Today’s article is about what we did with 35 pigs to an area of aproximately 5000 square meters. We started in June with an area that has had low growth of pasture, quite a bit of thistles and very hard soil. There wasn’t much hope for this area to become fertile and support healthy grass plants without some major intervention.

Being located in the Pedroches valley and in the middle of “Denominación de Origen Los Pedroches” we needed to have iberian pigs on our farm. But there was a challenge. All the other farmers around here put some rings in the nose of the pigs so that they can’t dig up the soil. This practice is done to protect the pasture that is also used for cows and sheep. We didn’t want to do this as the nose ring certainly creates pain for the pig and impedes natural behavior.

Digging can also be a positive thing. Humans have plowed their field for thousands of years. However, lately a lot of information comes up about plowing or tilling is actually a practice harmful to the soil. But then again, sometimes there is no other way to get start with soil improvement.

So we decided to start an experiment with 35 pigs that have no nose rings and can dig as much as they like.


In June the group arrived. Each one weighted about 25 kg. The area was dry, dusty and had some grass stems left.


Shortly after the pigs arrived we had dug a pond for them and we were also providing them a lot of straw to play with. Over time the big bales of 450 kg got distributed and round patches of straw trampled flat emerged.

The remnants of vegation disappeared completely. There was hardly any rain so digging was difficult for the pigs but many little feet did make a lot of impact.


During September we kept adding straw. There had been a bit o rain and the pigs took advantage of the soil being a bit more soft.

Because of the rain we decided on September 19th to move them to a second area so that this first area can get some rest.

It turned out that the pigs didn’t want to leave the area. They were used to the electric fence and even it wasn’t there anymore, the door was open, they refused to step over the line. They are pretty smart and remember a lot. Their vision is poor but their ability to smell things is very well developed and so they smell where the electric wire is. Here is a video of our attempt to make them walk through the door:

I did read about that problem but as always one things “let’s see”. So we repeated the experience of others and ended up building wooden gates for all the paddocks where pigs will be at some point in time.


Unlike last year September was still a dry month with only a few sprinkles o rain. The water came finally my mid november. There hasn’t been much growth until then.

However, we noticed something interesting. The rainwater coming out from the areas with the straw had a brownish color. We do have a bathtub full of worms to make worm compost and the liquid that comes out of it has the very same color. My assumption is that beneath the straw some beneficial process is going on just as in a compost pile. The color is not from the pig manure as only the water leaking out from underneath the straw shows this color.
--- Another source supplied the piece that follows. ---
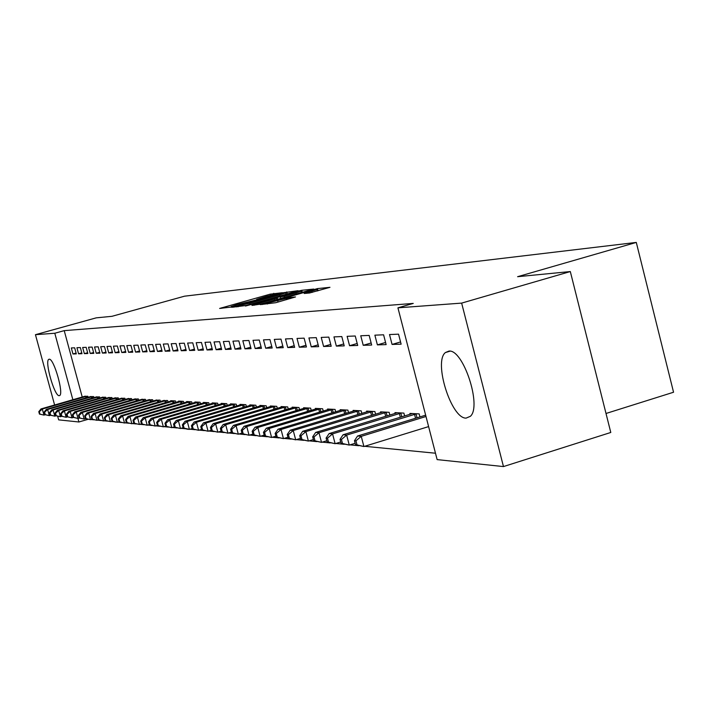<?xml version="1.0" encoding="UTF-8"?>
<svg xmlns="http://www.w3.org/2000/svg" width="709" height="709" viewBox="0 0 709 709"><rect width="100%" height="100%" fill="white"/><g stroke="black" fill="none" stroke-linecap="round" stroke-linejoin="round"><path stroke-width="1.06" d="M282.35 292.72L270.164 294.164L219.63 308.442L231.418 307.032L232.809 306.58L231.214 306.518L237.497 304.462L256.986 299.845L258.342 299.402L256.667 299.358L266.885 296.211L282.35 292.72M466.105 418.115C451.287 418.806 433.305 361.705 445.42 352.541L448.894 351.097C463.119 348.846 482.067 406.142 470.395 416.289L466.105 418.115M59.139 395.675C54.416 396.278 44.357 360.784 48.841 359.33L49.222 359.224C53.822 358.134 64.102 394.08 59.609 395.56L59.139 395.675M309.541 292.994L329.969 287.322L317.464 288.598L260.3 304.622L275.845 302.69L295.502 296.956L290.371 297.461L267.116 303.115L306.332 291.816L317.02 289.529L304.196 293.473L309.541 292.994M397.926 307.83L461.648 303.106L503.47 466.575L437.134 459.609L397.926 307.83L413.241 303.417L64.218 330.633L54.797 333.248L72.867 399.743M54.611 405.007L35.45 334.683L96.202 317.854L111.969 316.311L184.535 296.185L636.292 242.425L517.605 276.696L570.32 271.556L461.648 303.106M35.45 334.683L54.797 333.248M296.3 291.364L298.09 290.69L283.068 292.782L231.692 307.307L246.094 305.49L296.3 291.364M301.777 290.291L313.75 289.068L260.646 304.117L251.952 305.411L274.64 298.932L276.492 298.232L273.284 298.551L245.447 306.04L298.019 291.177L301.777 290.291L302.326 292.374M606.009 413.48L673.55 392.237L636.292 242.425M389.507 334.551L392.068 344.432L401.134 344.166L398.547 334.169L389.507 334.551M419.941 416.919L419.17 413.905L409.926 413.418L410.156 414.304M360.748 335.765L363.23 345.301L371.667 345.044L369.167 335.41L360.748 335.765M389.861 415.102L389.135 412.31L380.538 411.849L380.751 412.673M333.957 336.89L336.358 346.098L344.228 345.868L341.8 336.562L333.957 336.89M361.838 413.409L361.165 410.821L353.144 410.396L353.348 411.158M308.92 337.945L311.26 346.852L318.616 346.63L316.258 337.635L308.92 337.945M335.685 411.84L335.056 409.43L327.549 409.031L327.735 409.749M285.488 338.929L287.757 347.552L294.652 347.348L292.356 338.645L285.488 338.929M311.207 410.378L310.613 408.127L303.585 407.755L303.762 408.419M263.5 339.859L265.707 348.216L272.176 348.022L269.952 339.584L263.5 339.859M288.253 409.013L287.694 406.913L281.092 406.558L281.26 407.188M242.824 340.728L244.968 348.828L251.057 348.651L248.894 340.471L242.824 340.728M266.681 407.737L266.159 405.77L259.946 405.433L260.106 406.018M223.362 341.543L225.444 349.413L231.187 349.245L229.078 341.304L223.362 341.543M246.369 406.541L245.881 404.688L240.032 404.378L240.174 404.928L185.022 421.252L187.273 421.447L244.295 404.6M204.99 342.323L207.028 349.962L212.443 349.803L210.387 342.092L204.99 342.323M227.226 405.406L226.756 403.669L221.235 403.377L221.368 403.891M187.628 343.05L189.613 350.485L194.736 350.335L192.742 342.837L187.628 343.05M209.128 404.352L208.694 402.703L203.465 402.428L203.598 402.916M171.206 343.741L173.138 350.982L177.986 350.831L176.036 343.537L171.206 343.741M192.015 403.35L191.598 401.799L186.653 401.533L186.777 401.994M155.625 344.397L157.513 351.442L162.113 351.309L160.216 344.202L155.625 344.397M175.797 402.402L175.407 400.939L170.709 400.682L170.825 401.126M140.843 345.017L142.695 351.886L147.055 351.761L145.203 344.84L140.843 345.017M160.411 401.507L160.039 400.115L155.688 400.293M126.796 345.611L128.595 352.311L132.751 352.187L130.935 345.434L126.796 345.611M145.788 400.656L145.434 399.344L141.295 399.504M113.422 346.169L115.186 352.71L119.139 352.595L117.366 346.01L113.422 346.169M131.874 399.849L131.537 398.6L127.602 398.759M100.687 346.71L102.406 353.091L106.182 352.985L104.445 346.55L100.687 346.71M118.625 399.087L118.297 397.9L114.548 398.041M88.528 347.224L90.22 353.454L93.818 353.348L92.117 347.073L88.528 347.224M105.987 398.361L105.676 397.226L102.096 397.368M76.926 347.711L78.575 353.809L82.014 353.702L80.356 347.57L76.926 347.711M93.925 397.66L93.632 396.579L90.203 396.721M64.218 330.633L82.235 397.049M90.982 419.524L94.208 419.834M97.461 420.153L100.784 420.481M104.099 420.809L107.529 421.137M110.905 421.474L114.45 421.82M117.889 422.156L121.558 422.511M125.05 422.856L128.852 423.229M132.415 423.574L136.341 423.955M139.974 424.319L144.033 424.709M147.738 425.072L151.939 425.489M155.723 425.852L160.074 426.277M163.93 426.658L168.432 427.102M172.367 427.483L177.037 427.944M181.052 428.333L185.891 428.803M189.994 429.211L195.01 429.698M199.202 430.106L204.405 430.62M208.694 431.037L214.091 431.568M218.469 431.994L224.079 432.543M228.555 432.977L234.378 433.553M238.968 433.997L245.013 434.59M249.71 435.051L255.993 435.663M260.806 436.132L267.337 436.771M272.265 437.258L279.071 437.923M284.123 438.419L291.204 439.11M296.389 439.615L303.762 440.333M309.08 440.856L316.763 441.61M322.232 442.141L330.243 442.93M335.853 443.479L344.219 444.295M349.989 444.862L358.719 445.713M364.656 446.298L435.486 453.219M88.093 397.332L87.801 396.269L84.46 396.402M71.317 347.942L72.956 353.977L76.315 353.871L74.667 347.809L71.317 347.942M99.88 398.006L99.588 396.898L96.087 397.04M82.661 347.472L84.336 353.631L87.845 353.525L86.17 347.321L82.661 347.472M112.226 398.715L111.916 397.554L108.247 397.705M94.536 346.967L96.238 353.277L99.925 353.171L98.205 346.816L94.536 346.967M125.165 399.468L124.837 398.245L121 398.396M106.979 346.444L108.725 352.905L112.58 352.79L110.826 346.284L106.979 346.444M138.742 400.248L138.397 398.963L134.364 399.132M120.025 345.895L121.806 352.515L125.865 352.391L124.066 345.726L120.025 345.895M153.002 401.072L152.639 399.725L148.403 399.894M133.735 345.318L135.552 352.098L139.815 351.974L137.98 345.141L133.735 345.318M168.006 401.95L167.625 400.523L163.159 400.7M148.146 344.716L150.007 351.673L154.491 351.54L152.612 344.521L148.146 344.716M183.799 402.872L183.401 401.356L178.579 401.108L178.695 401.551M163.309 344.078L165.224 351.212L169.947 351.079L168.024 343.874L163.309 344.078M200.461 403.838L200.035 402.242L194.948 401.976L195.072 402.446M179.306 343.404L181.265 350.733L186.245 350.592L184.278 343.191L179.306 343.404M218.053 404.874L217.601 403.182L212.23 402.898L212.363 403.394M196.189 342.686L198.201 350.228L203.465 350.069L201.445 342.465L196.189 342.686M236.655 405.965L236.186 404.165L230.496 403.864L230.638 404.396M214.047 341.942L216.103 349.697L221.678 349.528L219.604 341.703L214.047 341.942M256.374 407.126L255.869 405.22L249.843 404.901L249.993 405.459L194.124 422.032L196.446 422.227L254.23 405.131M232.951 341.144L235.069 349.129L240.971 348.952L238.844 340.896L232.951 341.144M277.299 408.366L276.758 406.328L270.359 405.991L270.519 406.594M253.007 340.302L255.178 348.527L261.453 348.341L259.264 340.036L253.007 340.302M299.544 409.687L298.976 407.515L292.161 407.152L292.33 407.79M274.321 339.398L276.554 347.889L283.237 347.685L280.977 339.124L274.321 339.398M323.242 411.096L322.63 408.774L315.372 408.384L315.558 409.075M297.018 338.441L299.313 347.206L306.439 346.993L304.117 338.149L297.018 338.441M348.544 412.611L347.889 410.112L340.134 409.705L340.329 410.44M321.23 337.422L323.596 346.479L331.2 346.258L328.816 337.103L321.23 337.422M375.61 414.242L374.91 411.557L366.606 411.114L366.81 411.902M347.126 336.332L349.564 345.708L357.708 345.46L355.244 335.995L347.126 336.332M404.626 415.988L403.882 413.099L394.966 412.62L395.197 413.471M374.875 335.171L377.392 344.875L386.13 344.609L383.587 334.799L374.875 335.171M570.32 271.556L610.786 432.472L503.47 466.575M88.111 419.303L78.903 421.988L58.652 419.861L57.659 416.21M77.946 418.443L78.903 421.988M72.956 353.977L76.102 353.091M78.575 353.809L81.801 352.896M84.336 353.631L87.624 352.71M90.22 353.454L93.588 352.506M96.238 353.277L99.694 352.302M102.406 353.091L105.942 352.098M108.725 352.905L112.341 351.886M115.186 352.71L118.89 351.664M121.806 352.515L125.608 351.442M128.595 352.311L132.486 351.212M135.552 352.098L139.549 350.973M142.695 351.886L146.781 350.725M150.007 351.673L154.208 350.476M157.513 351.442L161.829 350.219M165.224 351.212L169.646 349.954M173.138 350.982L177.684 349.688M181.265 350.733L185.935 349.404M189.613 350.485L194.417 349.12M198.201 350.228L203.128 348.819M207.028 349.962L212.097 348.518M216.103 349.697L221.323 348.199M225.444 349.413L230.824 347.871M235.069 349.129L240.599 347.534M244.968 348.828L250.676 347.188M255.178 348.527L261.054 346.834M265.707 348.216L271.769 346.462M276.554 347.889L282.811 346.081M287.757 347.552L294.208 345.682M299.313 347.206L305.987 345.274M311.26 346.852L318.146 344.849M323.596 346.479L330.722 344.414M336.358 346.098L343.732 343.954M349.564 345.708L357.194 343.484M363.23 345.301L371.135 342.988M377.392 344.875L385.581 342.474M392.068 344.432L400.558 341.942M283.954 292.879L236.576 306.146L249.71 303.275L279.585 294.882L285.709 292.879L283.954 292.879M295.954 292.923L301.121 291.239L290.699 293.482L277.086 297.399L284.22 296.229L295.954 292.923L296.256 294.084M85.293 396.136L41.007 408.925L42.318 409.031L43.976 415.102L45.234 414.738M39.97 414.145L43.976 415.102L39.447 414.091L39.97 414.145L39.314 411.716L38.791 411.672L39.447 414.091M39.314 411.716L42.318 409.031L86.879 396.225M38.791 411.672L41.007 408.925M91.062 396.446L46.307 409.377L47.654 409.492L49.32 415.634L50.614 415.261M45.279 414.659L49.32 415.634L44.738 414.605L45.279 414.659L44.605 412.204L44.073 412.151L44.738 414.605M44.605 412.204L47.654 409.492L92.675 396.535M44.073 412.151L46.307 409.377M96.956 396.756L51.73 409.837L53.104 409.962L54.797 416.165L56.117 415.784M50.702 415.182L54.797 416.165L50.153 415.128L50.702 415.182L50.02 412.7L49.479 412.647L50.153 415.128M50.02 412.7L53.104 409.962L98.613 396.845M49.479 412.647L51.73 409.837M102.991 397.084L57.278 410.316L58.687 410.431L60.398 416.715L61.745 416.325M56.25 415.722L60.398 416.715L55.692 415.669L56.25 415.722L55.568 413.214L55.01 413.161L55.692 415.669M55.568 413.214L58.687 410.431L104.684 397.173M55.01 413.161L57.278 410.316M109.168 397.412L62.959 410.803L64.404 410.928L66.132 417.282L67.515 416.874M61.931 416.272L66.132 417.282L61.355 416.218L61.931 416.272L61.24 413.728L60.673 413.675L61.355 416.218M61.24 413.728L64.404 410.928L110.896 397.501M60.673 413.675L62.959 410.803M115.487 397.749L68.773 411.3L70.253 411.424L71.999 417.858L73.417 417.441M67.754 416.839L71.999 417.858L67.16 416.777L67.754 416.839L67.054 414.269L66.46 414.216L67.16 416.777M67.054 414.269L70.253 411.424L117.26 397.838M66.46 414.216L68.773 411.3M121.957 398.095L74.729 411.805L76.244 411.938L78.008 418.443L79.461 418.026M73.709 417.415L78.008 418.443L73.107 417.353L73.709 417.415L73 414.809L72.398 414.756L73.107 417.353M73 414.809L76.244 411.938L123.774 398.183M72.398 414.756L74.729 411.805M128.586 398.44L80.826 412.328L82.377 412.461L84.167 419.054L85.656 418.62M79.807 418.009L84.167 419.054L79.195 417.947L79.807 418.009L79.098 415.377L78.477 415.314L79.195 417.947M79.098 415.377L82.377 412.461L130.438 398.538M78.477 415.314L80.826 412.328M135.375 398.804L87.083 412.868L88.669 413.001L90.477 419.675L92.01 419.223M86.064 418.611L90.477 419.675L85.434 418.549L86.064 418.611L85.337 415.944L84.708 415.891L85.434 418.549M85.337 415.944L88.669 413.001L137.28 398.91M84.708 415.891L87.083 412.868M142.332 399.176L93.482 413.418L95.112 413.551L96.938 420.304L98.516 419.843M92.471 419.232L96.938 420.304L91.824 419.17L92.471 419.232L91.745 416.537L91.098 416.475L91.824 419.17M91.745 416.537L95.112 413.551L144.281 399.282M91.098 416.475L93.482 413.418M149.457 399.557L100.058 413.976L101.724 414.118L103.576 420.96L105.189 420.481M99.047 419.87L103.576 420.96L98.383 419.808L99.047 419.87L98.303 417.14L97.638 417.078L98.383 419.808M98.303 417.14L101.724 414.118L151.46 399.663M97.638 417.078L100.058 413.976M156.769 399.947L106.793 414.552L108.504 414.703L110.374 421.625L112.704 421.199L111.942 418.39L111.242 418.328L112.004 421.128L115.594 422.139L119.794 421.882L119.032 419.046L118.314 418.975L119.077 421.82L124.509 423.016L126.335 422.475M105.783 420.526L110.374 421.625L105.1 420.464L105.783 420.526L105.038 417.761L104.356 417.698L105.1 420.464M105.038 417.761L108.504 414.703L158.825 400.053M104.356 417.698L106.793 414.552M164.275 400.346L113.697 415.146L115.452 415.297L166.376 400.452M111.942 418.39L115.452 415.297L117.348 422.307L112.704 421.199M111.242 418.328L113.697 415.146M171.968 400.753L120.796 415.749L122.595 415.908L174.13 400.869M119.032 419.046L122.595 415.908L124.509 423.016L119.794 421.882M118.314 418.975L120.796 415.749M179.873 401.17L128.072 416.378L129.924 416.537L131.865 423.734L133.788 423.167M127.088 422.591L131.865 423.734L126.344 422.52L127.088 422.591L126.308 419.71L125.573 419.648L126.344 422.52M126.308 419.71L129.924 416.537L182.089 401.294M125.573 419.648L128.072 416.378M187.982 401.604L135.552 417.016L137.449 417.176L139.416 424.478L141.454 423.876M134.568 423.317L139.416 424.478L133.815 423.246L134.568 423.317L133.779 420.402L133.026 420.331L133.815 423.246M133.779 420.402L137.449 417.176L190.26 401.728M133.026 420.331L135.552 417.016M196.313 402.047L143.236 417.672L145.185 417.84L147.18 425.24L149.324 424.611M142.261 424.062L147.18 425.24L141.481 423.991L142.261 424.062L141.463 421.102L140.683 421.031L141.481 423.991M141.463 421.102L145.185 417.84L198.653 402.171M140.683 421.031L143.236 417.672M204.874 402.499L151.123 418.345L153.135 418.523L155.147 426.02L157.416 425.356M150.157 424.833L155.147 426.02L149.36 424.753L150.157 424.833L149.351 421.828L148.553 421.758L149.36 424.753M149.351 421.828L153.135 418.523L207.276 402.632M148.553 421.758L151.123 418.345M213.666 402.969L159.241 419.046L161.306 419.223L163.354 426.827L165.738 426.118M158.284 425.622L163.354 426.827L157.46 425.542L158.284 425.622L157.469 422.573L156.645 422.502L157.46 425.542M157.469 422.573L161.306 419.223L216.139 403.102M156.645 422.502L159.241 419.046M222.715 403.456L167.59 419.755L169.717 419.941L171.782 427.66L174.299 426.907M166.642 426.428L171.782 427.66L165.8 426.348L166.642 426.428L165.817 423.344L164.975 423.264L165.8 426.348M165.817 423.344L169.717 419.941L225.258 403.589M164.975 423.264L167.59 419.755M232.02 403.953L176.178 420.49L178.367 420.676L180.458 428.511L183.117 427.722M175.247 427.261L180.458 428.511L174.379 427.181L175.247 427.261L174.405 424.133L173.537 424.053L174.379 427.181M174.405 424.133L178.367 420.676L234.644 404.086M173.537 424.053L176.178 420.49M183.25 424.948L182.355 424.868L183.206 428.032L184.101 428.121L183.25 424.948L187.273 421.447L189.392 429.388L192.192 428.555M184.101 428.121L189.392 429.388L187.141 429.167L183.206 428.032M241.601 404.458L240.165 404.928M182.355 424.868L185.022 421.252M192.352 425.781L191.43 425.701L192.29 428.918L193.22 429.007L192.352 425.781L196.446 422.227L198.6 430.292L201.551 429.415M193.22 429.007L198.6 430.292L192.29 428.918M251.456 404.981L250.002 405.459M191.43 425.701L194.124 422.032M261.612 405.521L203.501 422.83L205.894 423.034L208.074 431.223L211.185 430.292M202.614 429.92L208.074 431.223L201.657 429.822L202.614 429.92L201.737 426.65L200.789 426.561L201.657 429.822M201.737 426.65L205.894 423.034L264.475 405.672M200.789 426.561L203.501 422.83M272.079 406.08L213.17 423.663L215.633 423.867L217.849 432.18L221.128 431.196M212.292 430.859L217.849 432.18L211.309 430.762L212.292 430.859L211.406 427.536L210.431 427.447L211.309 430.762M211.406 427.536L215.633 423.867L275.021 406.239M210.431 427.447L213.17 423.663M282.864 406.656L223.14 424.514L225.684 424.735L227.926 433.172L231.382 432.136M222.28 431.825L227.926 433.172L221.27 431.728L222.28 431.825L221.385 428.449L220.366 428.36L221.27 431.728M221.385 428.449L225.684 424.735L285.904 406.815M220.366 428.36L223.14 424.514M293.987 407.25L233.421 425.391L236.044 425.622L238.321 434.192L241.964 433.093M232.587 432.827L238.321 434.192L231.542 432.72L232.587 432.827L231.675 429.397L230.629 429.299L231.542 432.72M231.675 429.397L236.044 425.622L297.124 407.409M230.629 429.299L233.421 425.391M305.464 407.861L244.038 426.304L246.75 426.534L249.054 435.246L252.9 434.085M243.222 433.855L249.054 435.246L242.141 433.748L243.222 433.855L242.292 430.372L241.22 430.274L242.141 433.748M242.292 430.372L246.75 426.534L308.707 408.029M241.22 430.274L244.038 426.304M317.322 408.49L255.001 427.243L257.801 427.483L260.141 436.336L264.191 435.113M254.203 434.918L260.141 436.336L253.086 434.812L254.203 434.918L253.264 431.382L252.156 431.276L253.086 434.812M253.264 431.382L257.801 427.483L320.663 408.668M252.156 431.276L255.001 427.243M329.561 409.137L266.327 428.209L269.216 428.458L271.6 437.462L275.872 436.168M265.556 436.026L271.6 437.462L264.404 435.911L265.556 436.026L264.599 432.428L263.456 432.322L264.404 435.911M264.599 432.428L269.216 428.458L333.017 409.323M263.456 432.322L266.327 428.209M342.217 409.811L278.034 429.211L281.03 429.468L283.44 438.623L287.943 437.258M277.29 437.161L283.44 438.623L276.102 437.045L277.29 437.161L276.324 433.5L275.136 433.394L276.102 437.045M276.324 433.5L281.03 429.468L345.779 410.006M275.136 433.394L278.034 429.211M355.298 410.511L290.149 430.248L293.242 430.514L295.697 439.828L300.448 438.384M289.432 438.339L295.697 439.828L288.2 438.215L289.432 438.339L288.448 434.617L287.216 434.502L288.2 438.215M288.448 434.617L293.242 430.514L358.984 410.706M287.216 434.502L290.149 430.248M368.831 411.229L302.681 431.32L305.889 431.595L308.38 441.069L313.396 439.545M301.999 439.553L308.38 441.069L300.722 439.429L301.999 439.553L301.006 435.769L299.73 435.654L300.722 439.429M301.006 435.769L305.889 431.595L372.65 411.433M299.73 435.654L302.681 431.32M382.842 411.973L315.665 432.437L318.988 432.72L321.514 442.363L326.805 440.75M315.018 440.821L321.514 442.363L313.697 440.688L315.018 440.821L313.998 436.966L312.678 436.841L313.697 440.688M313.998 436.966L318.988 432.72L386.795 412.186M312.678 436.841L315.665 432.437M397.359 412.744L329.118 433.589L332.556 433.881L335.135 443.701L340.719 441.991M328.506 442.124L335.135 443.701L327.133 441.991L328.506 442.124L327.478 438.206L326.105 438.073L327.133 441.991M327.478 438.206L332.556 433.881L401.454 412.966M326.105 438.073L329.118 433.589M412.399 413.551L343.067 434.777L346.639 435.087L349.253 445.084L355.147 443.276M342.491 443.488L349.253 445.084L341.073 443.347L342.491 443.488L341.446 439.491L340.028 439.358L341.073 443.347M341.446 439.491L346.639 435.087L416.653 413.772M340.028 439.358L343.067 434.777M425.657 415.173L357.54 436.017L361.244 436.336L363.903 446.528L428.608 426.596M357.017 444.889L363.903 446.528L355.537 444.747L357.017 444.889L355.953 440.821L354.473 440.688L355.537 444.747M355.953 440.821L361.244 436.336L426.003 416.502M354.473 440.688L357.54 436.017M221.722 308.3L221.589 307.803M270.457 295.245L270.164 294.164M274.037 294.359L273.763 293.313M233.81 307.165L233.678 306.66M287.26 293.907L286.737 291.913M236.833 306.882L236.646 306.173M238.127 306.767L237.94 306.049M250.002 304.391L249.71 303.275M279.869 295.99L279.585 294.882M254.106 305.269L253.964 304.746M274.941 300.093L274.64 298.932M277.698 299.313L277.201 297.452M280.782 298.445L280.436 297.124M284.531 297.39L284.22 296.229M306.297 293.331L306.164 292.826M312.128 292.427L311.809 291.231M278.079 302.052L277.76 300.838M286.808 299.597L286.489 298.374M290.646 298.507L290.371 297.461M262.463 304.489L262.321 303.966M318.04 290.779L317.464 288.598M85.949 397.944L85.567 396.57M86.861 397.678L86.498 396.322M91.736 398.29L91.355 396.889M92.666 398.024L92.294 396.632M97.665 398.644L97.275 397.208M98.604 398.378L98.223 396.951M103.736 399.007L103.337 397.536M104.684 398.733L104.285 397.27M109.939 399.38L109.532 397.864M110.905 399.105L110.498 397.607M116.294 399.761L115.877 398.21M117.269 399.477L116.852 397.944M122.808 400.151L122.373 398.564M123.783 399.867L123.366 398.29M129.472 400.55L129.029 398.919M130.465 400.266L130.031 398.644M136.296 400.957L135.844 399.291M137.307 400.665L136.855 399.016M143.298 401.383L142.837 399.663M144.317 401.09L143.856 399.389M150.468 401.817L149.998 400.053M151.504 401.516L151.035 399.77M157.832 402.26L157.345 400.452M158.869 401.959L158.391 400.168M165.374 402.712L164.878 400.86M166.429 402.411L165.941 400.567M173.12 403.182L172.606 401.276M174.192 402.872L173.687 400.984M181.07 403.669L180.547 401.702M182.16 403.35L181.637 401.409M189.241 404.165L188.7 402.145M190.331 403.838L189.799 401.843M197.625 404.671L197.067 402.597M198.733 404.343L198.183 402.295M206.239 405.202L205.672 403.067M207.365 404.866L206.806 402.756M215.102 405.743L214.517 403.545M216.245 405.406L215.66 403.226M224.212 406.301L223.61 404.033M225.373 405.956L224.771 403.713M233.589 406.877L232.969 404.538M234.759 406.523L234.147 404.21M243.24 407.471L242.593 405.061M244.428 407.117L243.79 404.733M253.166 408.083L252.51 405.592M254.38 407.719L253.725 405.264M263.402 408.712L262.729 406.151M264.625 408.349L263.961 405.805M273.949 409.359L273.249 406.718M275.189 408.996L274.498 406.372M284.823 410.032L284.105 407.303M286.082 409.66L285.373 406.948M296.043 410.733L295.298 407.905M297.319 410.351L296.584 407.551M307.617 411.459L306.846 408.535M308.92 411.069L308.158 408.171M319.573 412.204L318.775 409.173M320.893 411.805L320.105 408.809M331.918 412.975L331.094 409.837M333.257 412.567L332.45 409.465M344.68 413.772L343.838 410.529M346.045 413.365L345.203 410.148M357.885 414.605L357.008 411.238M359.268 414.189L358.399 410.857M371.543 415.474L370.639 411.982M372.952 415.04L372.057 411.583M385.696 416.369L384.748 412.744M387.123 415.935L386.192 412.337M400.346 417.3L399.371 413.533M401.799 416.857L400.833 413.125M415.545 418.266L414.535 414.348M417.025 417.814L416.023 413.932M445.42 352.541L449.993 351.185M236.771 306.891L236.584 306.182M286.064 294.244L285.709 292.879M276.935 299.526L276.607 298.285M301.476 292.613L301.121 291.239M277.6 299.34L277.104 297.452M317.393 290.965L317.02 289.529M267.355 304.028L267.16 303.275"/></g></svg>

We found a lot of small clover plants. There has not been any clover at all in this whole area.

When it rains quite a bit the colors are not as bright as with sunshine but look: the whole area turned green.


By early December we had some significant growth of different forage plants. These species have been there before. I feel this time they might grow much bigger than before. All the animal action and manure must have an effect.

The grass coming out between the rocks has grown fast and is already at some nice 15 cm. That height is unusual for farms in this area. Because of that people like to plow between the trees and reseed every few years. They say the grass is loosing strength. It seems we’ve achieved the same but without burning diesel fuel and keeping a tractor.

After we had moved out the pigs we distributed about 40 kg of bean seeds and put straw as mulch on top. Now we have a lot of good looking bean plants.

Going forward

The beans will die off from the frost that we usually get during February. That is ok. We will have a lot of living roots in the soil and more biomass is added. Our plan is to plant forage for the pigs in the area from early March on. Before that we will move our 37 cows through the area to take advantage of the forage and then the pigs will return to root everything up and thus mix it all in order to prepare the area for planting.